> **Exercise directions**:
This task calls for copying every line in the data below that contains the word "path".
===== Records supplied
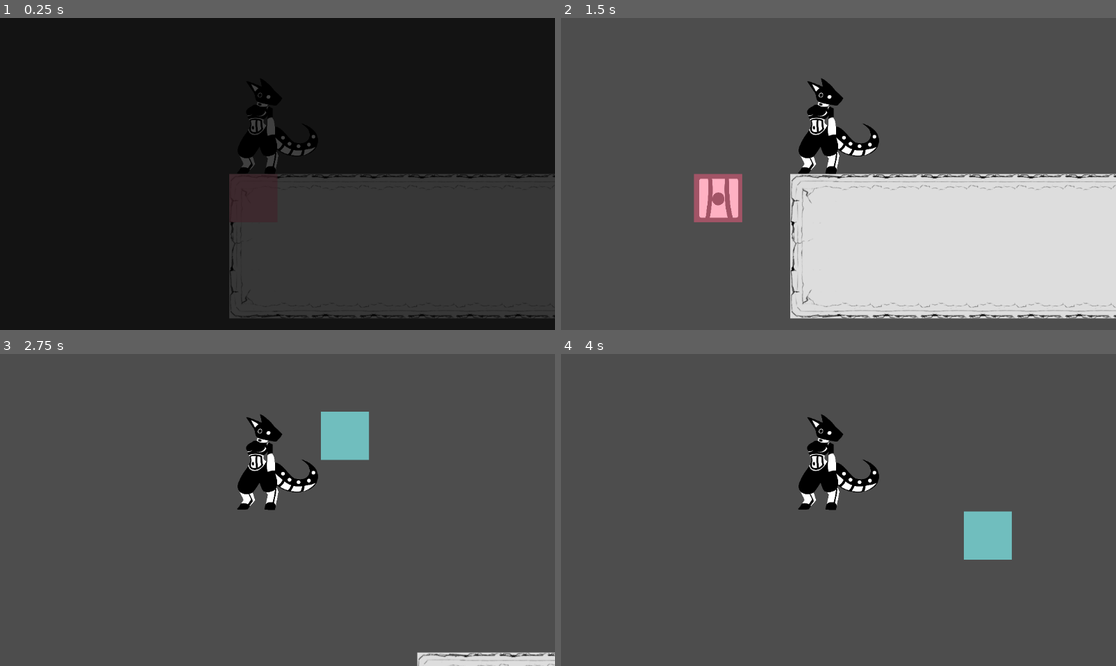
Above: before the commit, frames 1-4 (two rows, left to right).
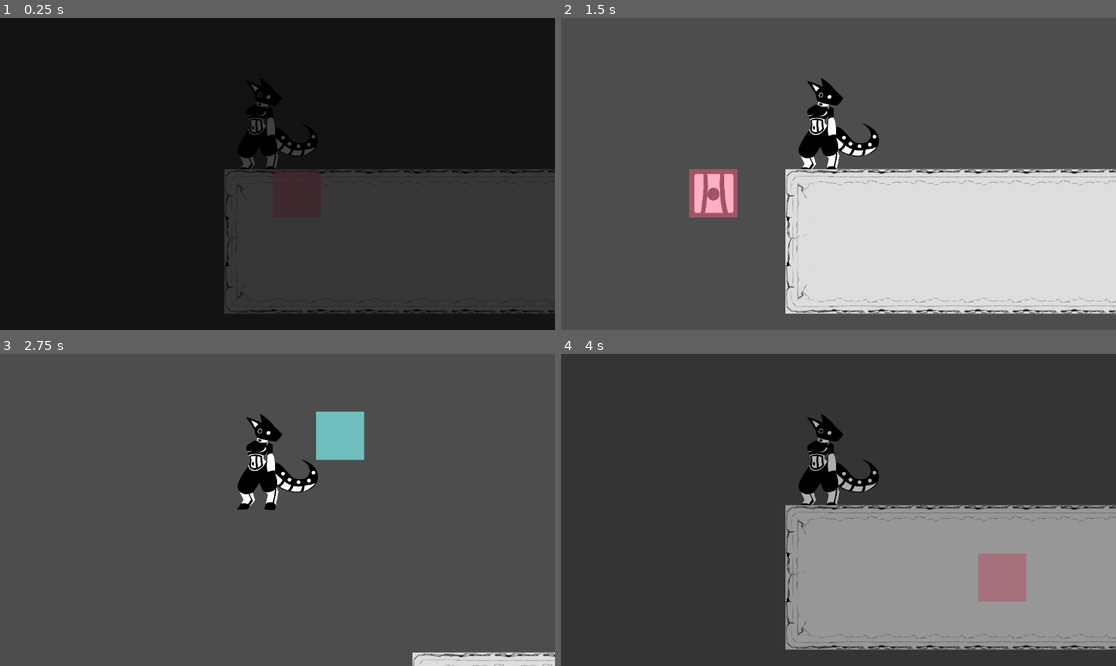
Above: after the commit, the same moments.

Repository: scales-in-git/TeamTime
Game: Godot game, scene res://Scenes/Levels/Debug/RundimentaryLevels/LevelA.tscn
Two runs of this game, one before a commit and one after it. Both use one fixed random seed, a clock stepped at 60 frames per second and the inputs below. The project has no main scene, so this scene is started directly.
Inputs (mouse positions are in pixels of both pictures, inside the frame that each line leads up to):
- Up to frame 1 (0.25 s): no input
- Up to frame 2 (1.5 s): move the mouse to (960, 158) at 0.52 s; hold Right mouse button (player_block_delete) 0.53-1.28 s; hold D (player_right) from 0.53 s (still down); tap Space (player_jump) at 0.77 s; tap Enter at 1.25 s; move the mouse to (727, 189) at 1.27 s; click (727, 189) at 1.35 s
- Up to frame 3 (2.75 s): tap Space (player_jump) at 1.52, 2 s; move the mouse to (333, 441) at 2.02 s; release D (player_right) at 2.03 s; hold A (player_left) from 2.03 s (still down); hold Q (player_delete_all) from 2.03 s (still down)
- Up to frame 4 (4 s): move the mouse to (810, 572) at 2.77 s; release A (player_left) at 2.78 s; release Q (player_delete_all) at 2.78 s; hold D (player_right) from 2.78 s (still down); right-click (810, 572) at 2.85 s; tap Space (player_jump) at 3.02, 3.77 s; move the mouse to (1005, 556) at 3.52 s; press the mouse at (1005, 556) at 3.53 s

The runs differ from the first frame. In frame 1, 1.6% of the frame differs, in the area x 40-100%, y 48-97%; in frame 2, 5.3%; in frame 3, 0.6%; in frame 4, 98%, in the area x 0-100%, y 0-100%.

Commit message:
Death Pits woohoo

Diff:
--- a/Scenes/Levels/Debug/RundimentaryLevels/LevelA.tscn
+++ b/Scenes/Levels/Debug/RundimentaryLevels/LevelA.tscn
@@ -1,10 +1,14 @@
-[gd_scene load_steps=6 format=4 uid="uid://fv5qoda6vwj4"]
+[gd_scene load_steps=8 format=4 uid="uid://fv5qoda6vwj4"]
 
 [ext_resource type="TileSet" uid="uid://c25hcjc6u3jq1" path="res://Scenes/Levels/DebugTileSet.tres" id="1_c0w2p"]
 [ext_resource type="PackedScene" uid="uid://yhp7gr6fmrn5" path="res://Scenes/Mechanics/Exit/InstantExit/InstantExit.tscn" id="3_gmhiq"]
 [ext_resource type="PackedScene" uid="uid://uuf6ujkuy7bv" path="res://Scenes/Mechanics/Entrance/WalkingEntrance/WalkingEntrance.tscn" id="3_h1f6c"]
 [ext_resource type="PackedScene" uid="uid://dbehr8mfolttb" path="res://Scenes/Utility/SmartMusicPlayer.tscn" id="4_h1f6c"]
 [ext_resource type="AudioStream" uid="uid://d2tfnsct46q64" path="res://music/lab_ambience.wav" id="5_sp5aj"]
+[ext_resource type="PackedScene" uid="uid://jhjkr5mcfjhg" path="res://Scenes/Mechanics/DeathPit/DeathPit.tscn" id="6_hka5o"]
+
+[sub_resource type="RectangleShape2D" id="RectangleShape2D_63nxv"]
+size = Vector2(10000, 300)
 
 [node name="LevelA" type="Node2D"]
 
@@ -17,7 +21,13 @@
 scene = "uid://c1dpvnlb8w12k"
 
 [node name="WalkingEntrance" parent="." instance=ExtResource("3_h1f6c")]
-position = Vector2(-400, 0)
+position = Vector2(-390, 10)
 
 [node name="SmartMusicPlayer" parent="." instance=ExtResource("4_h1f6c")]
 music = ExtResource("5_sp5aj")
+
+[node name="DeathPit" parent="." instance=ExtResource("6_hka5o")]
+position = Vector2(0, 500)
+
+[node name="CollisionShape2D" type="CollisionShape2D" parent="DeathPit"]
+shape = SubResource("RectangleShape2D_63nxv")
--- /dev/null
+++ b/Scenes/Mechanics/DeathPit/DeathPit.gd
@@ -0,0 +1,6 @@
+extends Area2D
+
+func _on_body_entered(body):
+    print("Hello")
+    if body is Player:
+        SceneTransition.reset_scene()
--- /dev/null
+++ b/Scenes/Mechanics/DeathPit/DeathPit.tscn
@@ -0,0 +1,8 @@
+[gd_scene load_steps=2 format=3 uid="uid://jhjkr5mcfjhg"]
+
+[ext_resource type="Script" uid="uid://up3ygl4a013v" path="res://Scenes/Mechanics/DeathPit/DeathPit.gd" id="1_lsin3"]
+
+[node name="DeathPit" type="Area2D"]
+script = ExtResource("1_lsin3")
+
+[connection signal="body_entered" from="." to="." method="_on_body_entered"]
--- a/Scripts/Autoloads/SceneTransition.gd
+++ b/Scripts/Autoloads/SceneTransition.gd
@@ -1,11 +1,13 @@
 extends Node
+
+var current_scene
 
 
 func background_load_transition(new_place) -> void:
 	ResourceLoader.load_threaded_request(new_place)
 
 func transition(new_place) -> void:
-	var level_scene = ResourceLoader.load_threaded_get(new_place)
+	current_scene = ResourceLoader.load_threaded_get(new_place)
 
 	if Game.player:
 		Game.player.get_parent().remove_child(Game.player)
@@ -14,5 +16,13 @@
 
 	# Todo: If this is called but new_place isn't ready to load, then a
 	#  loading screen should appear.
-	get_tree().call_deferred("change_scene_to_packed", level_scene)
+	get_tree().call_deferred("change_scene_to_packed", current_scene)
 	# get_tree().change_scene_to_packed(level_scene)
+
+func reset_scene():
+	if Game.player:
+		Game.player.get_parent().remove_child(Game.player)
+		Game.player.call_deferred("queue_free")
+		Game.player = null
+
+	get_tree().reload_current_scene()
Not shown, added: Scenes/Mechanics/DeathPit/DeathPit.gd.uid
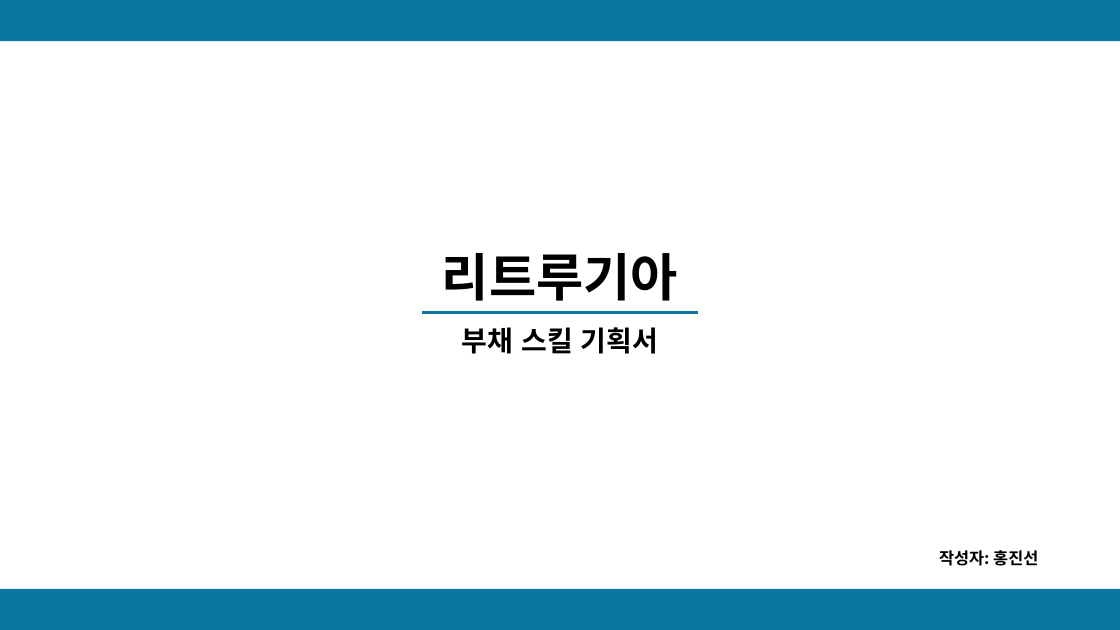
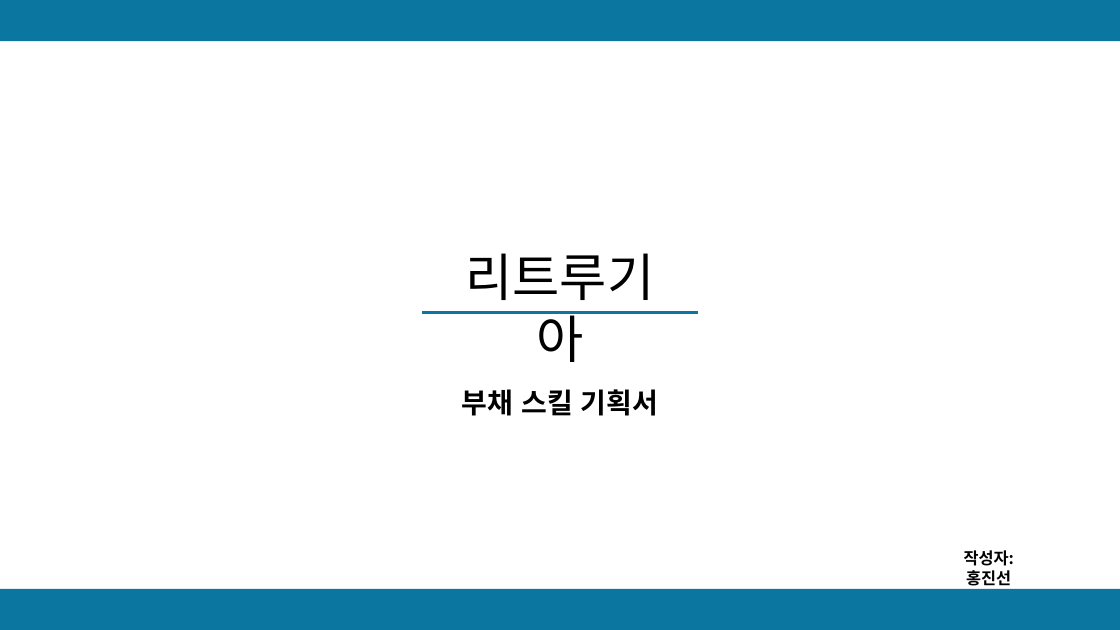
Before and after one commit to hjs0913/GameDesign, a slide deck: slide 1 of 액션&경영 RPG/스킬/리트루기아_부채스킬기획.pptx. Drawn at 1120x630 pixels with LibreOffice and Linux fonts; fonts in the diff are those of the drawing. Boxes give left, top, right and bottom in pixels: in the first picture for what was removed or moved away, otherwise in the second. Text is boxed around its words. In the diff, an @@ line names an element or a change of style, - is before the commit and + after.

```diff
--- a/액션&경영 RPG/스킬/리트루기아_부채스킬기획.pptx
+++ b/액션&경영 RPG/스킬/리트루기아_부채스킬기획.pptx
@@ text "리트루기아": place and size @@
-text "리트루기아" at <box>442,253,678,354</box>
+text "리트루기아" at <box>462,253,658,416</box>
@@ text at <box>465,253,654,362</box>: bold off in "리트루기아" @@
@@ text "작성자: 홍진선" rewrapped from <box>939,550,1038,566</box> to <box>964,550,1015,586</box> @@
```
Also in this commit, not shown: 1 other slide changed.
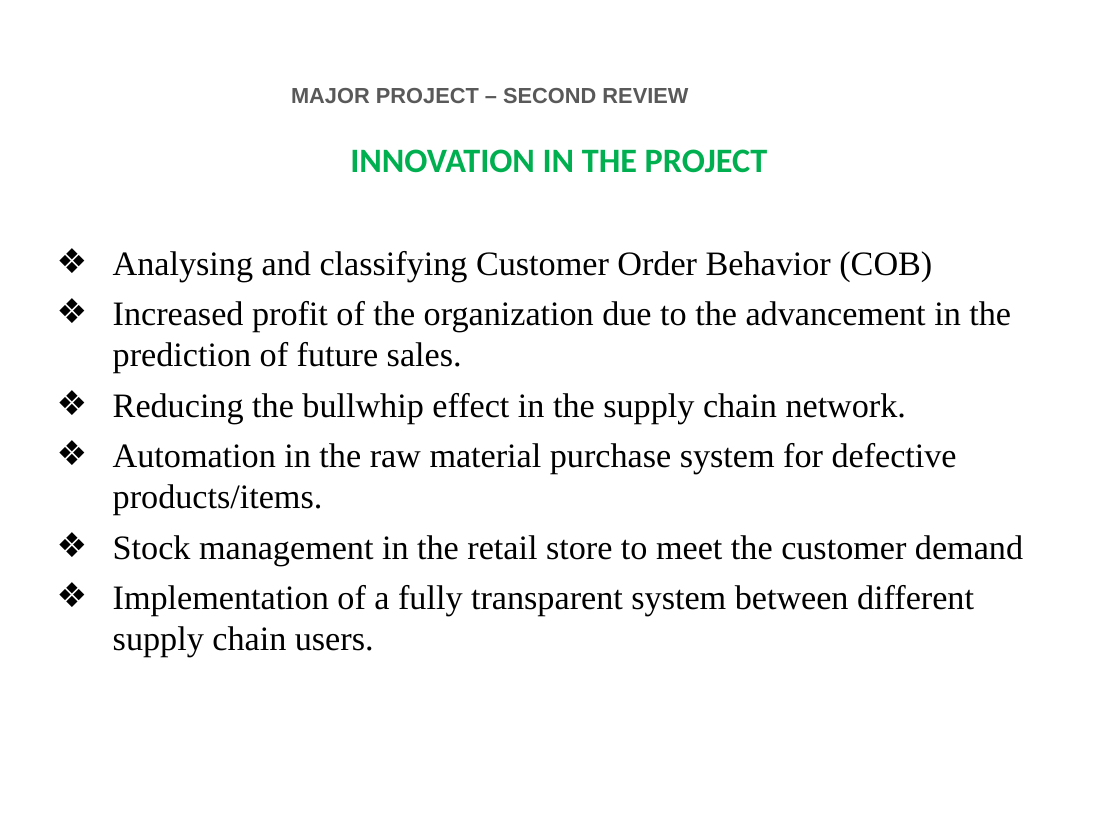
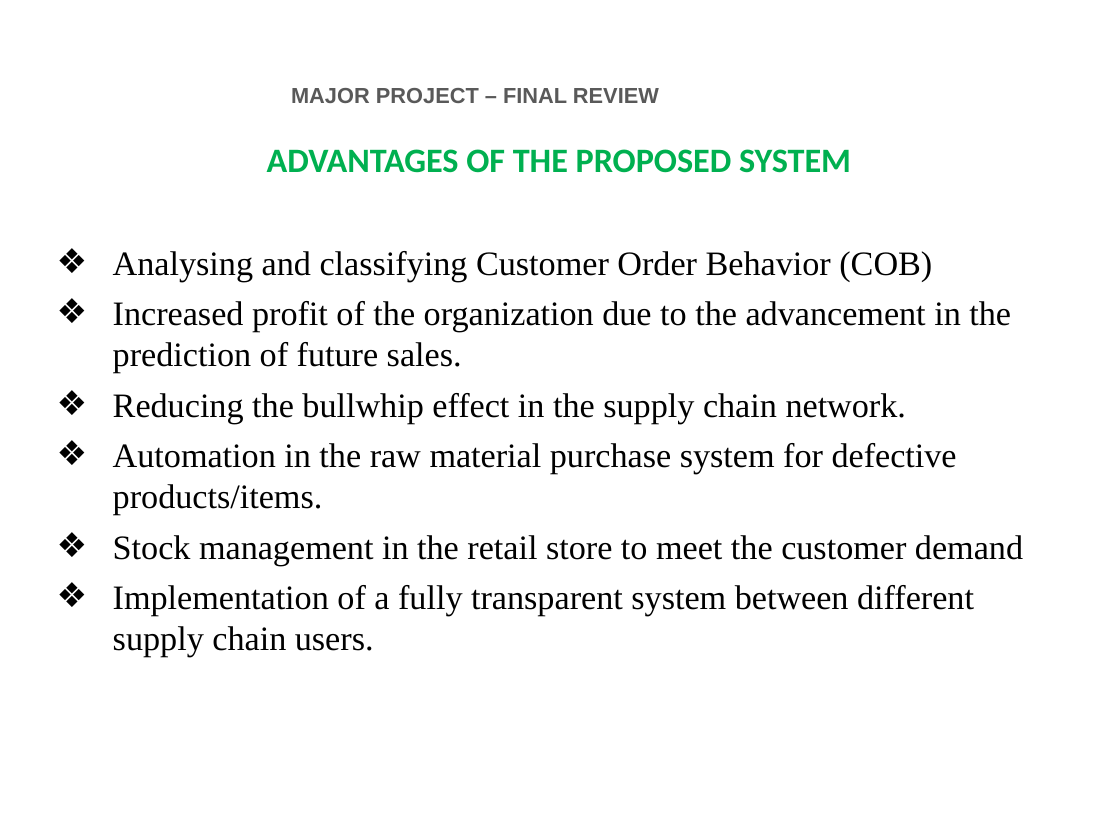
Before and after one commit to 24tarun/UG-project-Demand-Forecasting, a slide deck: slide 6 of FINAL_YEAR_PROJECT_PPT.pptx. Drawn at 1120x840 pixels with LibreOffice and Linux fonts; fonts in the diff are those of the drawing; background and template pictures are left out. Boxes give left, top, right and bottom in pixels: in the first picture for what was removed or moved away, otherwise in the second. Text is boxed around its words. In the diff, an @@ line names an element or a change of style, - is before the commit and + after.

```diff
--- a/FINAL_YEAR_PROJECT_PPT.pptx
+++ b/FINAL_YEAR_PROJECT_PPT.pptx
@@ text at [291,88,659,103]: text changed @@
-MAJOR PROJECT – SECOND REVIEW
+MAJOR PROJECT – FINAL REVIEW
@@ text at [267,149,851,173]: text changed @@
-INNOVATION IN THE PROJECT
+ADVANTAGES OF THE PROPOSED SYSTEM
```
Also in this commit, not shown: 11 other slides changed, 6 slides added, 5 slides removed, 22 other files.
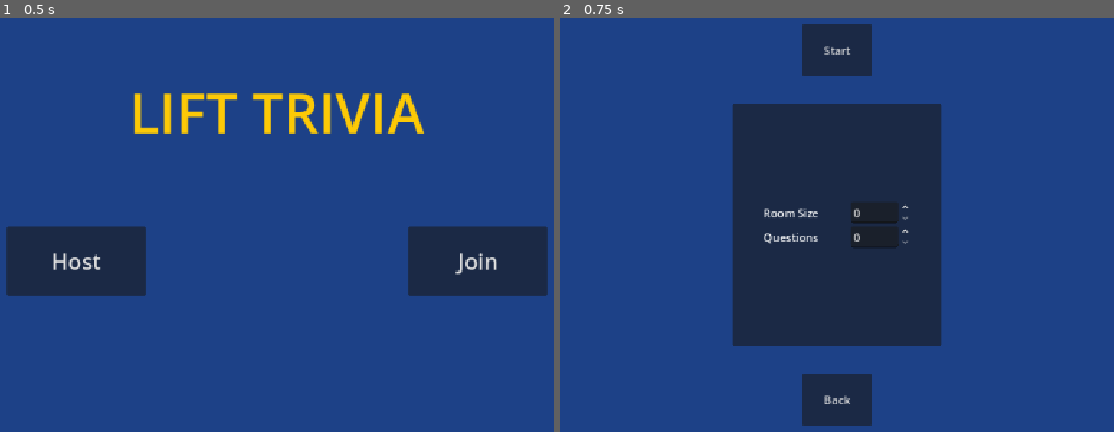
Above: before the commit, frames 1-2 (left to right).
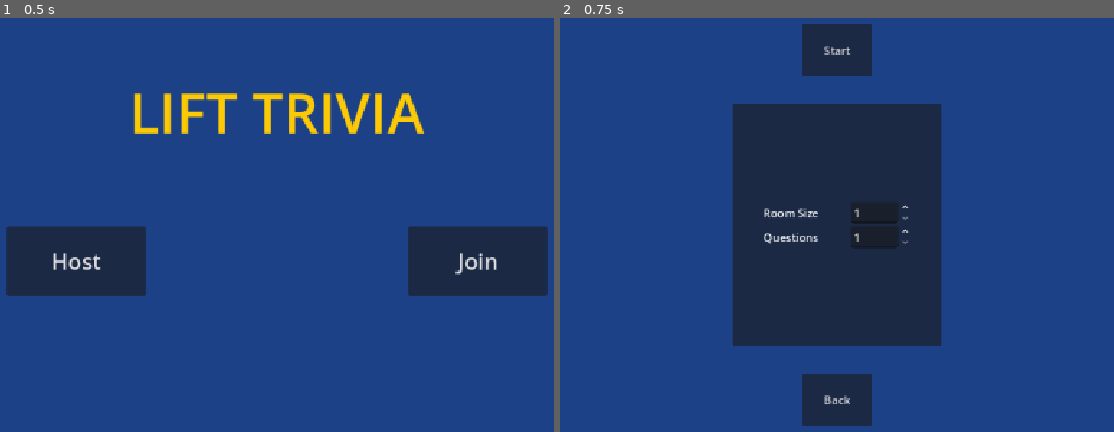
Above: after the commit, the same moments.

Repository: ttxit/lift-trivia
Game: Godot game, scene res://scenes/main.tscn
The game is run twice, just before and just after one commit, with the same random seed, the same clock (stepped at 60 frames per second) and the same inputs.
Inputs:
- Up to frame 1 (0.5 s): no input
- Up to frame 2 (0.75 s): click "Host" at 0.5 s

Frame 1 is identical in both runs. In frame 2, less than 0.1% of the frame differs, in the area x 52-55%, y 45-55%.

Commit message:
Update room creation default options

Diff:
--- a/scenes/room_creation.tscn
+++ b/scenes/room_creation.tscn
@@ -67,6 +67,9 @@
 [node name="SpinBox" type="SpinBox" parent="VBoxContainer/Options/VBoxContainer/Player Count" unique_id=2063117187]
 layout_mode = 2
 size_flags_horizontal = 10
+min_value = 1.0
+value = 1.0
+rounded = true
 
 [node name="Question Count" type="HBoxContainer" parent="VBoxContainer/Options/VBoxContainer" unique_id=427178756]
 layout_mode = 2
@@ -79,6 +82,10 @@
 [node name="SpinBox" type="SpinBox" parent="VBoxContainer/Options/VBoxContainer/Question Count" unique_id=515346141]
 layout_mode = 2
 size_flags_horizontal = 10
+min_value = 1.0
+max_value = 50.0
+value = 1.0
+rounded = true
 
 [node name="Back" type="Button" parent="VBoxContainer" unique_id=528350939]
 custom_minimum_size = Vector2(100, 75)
==========
> **Answer to the problem**:
 [ext_resource type="TileSet" uid="uid://c25hcjc6u3jq1" path="res://Scenes/Levels/DebugTileSet.tres" id="1_c0w2p"]
 [ext_resource type="PackedScene" uid="uid://yhp7gr6fmrn5" path="res://Scenes/Mechanics/Exit/InstantExit/InstantExit.tscn" id="3_gmhiq"]
 [ext_resource type="PackedScene" uid="uid://uuf6ujkuy7bv" path="res://Scenes/Mechanics/Entrance/WalkingEntrance/WalkingEntrance.tscn" id="3_h1f6c"]
 [ext_resource type="PackedScene" uid="uid://dbehr8mfolttb" path="res://Scenes/Utility/SmartMusicPlayer.tscn" id="4_h1f6c"]
 [ext_resource type="AudioStream" uid="uid://d2tfnsct46q64" path="res://music/lab_ambience.wav" id="5_sp5aj"]
+[ext_resource type="PackedScene" uid="uid://jhjkr5mcfjhg" path="res://Scenes/Mechanics/DeathPit/DeathPit.tscn" id="6_hka5o"]
+[ext_resource type="Script" uid="uid://up3ygl4a013v" path="res://Scenes/Mechanics/DeathPit/DeathPit.gd" id="1_lsin3"]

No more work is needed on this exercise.